Exercise goal: Unless it is a picture, every line from the start of the entries through the line with "wide_inner_diameter = wide_outer_diameter" must be retyped exactly.

(Source data)
__________________________________________________

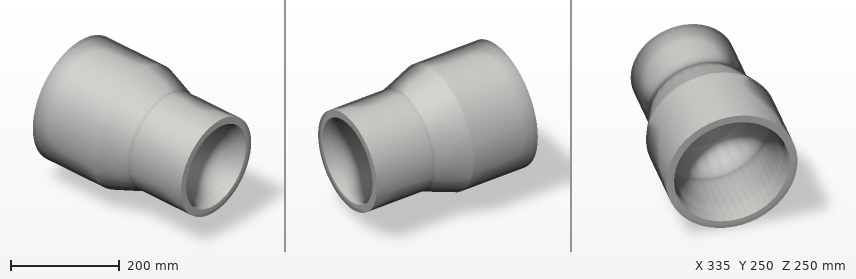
import math

import cadquery as cq

wide_outer_diameter = 250.0
narrow_outer_diameter = 200.0
wall_thickness = 14.8

total_length = 335.0
wide_length = 140.0
narrow_length = 125.0

taper_start = wide_length
taper_end = total_length - narrow_length

wide_inner_diameter = wide_outer_diameter - 2 * wall_thickness
narrow_inner_diameter = narrow_outer_diameter - 2 * wall_thickness

radius_drop = (wide_outer_diameter - narrow_outer_diameter) / 2
cone_half_angle = math.atan2(radius_drop, taper_end - taper_start)
bore_taper_shift = wall_thickness * math.tan(cone_half_angle / 2)


def reducer_body(wide_diameter, narrow_diameter, cone_start, cone_end):
    """Solid of revolution about X: wide cylinder, cone, narrow cylinder."""
    wide_radius = wide_diameter / 2
    narrow_radius = narrow_diameter / 2
    return (
        cq.Workplane("XY")
        .moveTo(0, 0)
        .lineTo(0, wide_radius)
        .lineTo(cone_start, wide_radius)
        .lineTo(cone_end, narrow_radius)
        .lineTo(total_length, narrow_radius)
        .lineTo(total_length, 0)
        .close()
        .revolve(360, (0, 0, 0), (1, 0, 0))
    )


outer_body = reducer_body(wide_outer_diameter, narrow_outer_diameter, taper_start, taper_end)
bore = reducer_body(
    wide_inner_diameter,
    narrow_inner_diameter,
    taper_start - bore_taper_shift,
    taper_end - bore_taper_shift,
)

result = outer_body.cut(bore)

__________________________________________________

Output of the exercise:
import math

import cadquery as cq

wide_outer_diameter = 250.0
narrow_outer_diameter = 200.0
wall_thickness = 14.8

total_length = 335.0
wide_length = 140.0
narrow_length = 125.0

taper_start = wide_length
taper_end = total_length - narrow_length

wide_inner_diameter = wide_outer_diameter - 2 * wall_thickness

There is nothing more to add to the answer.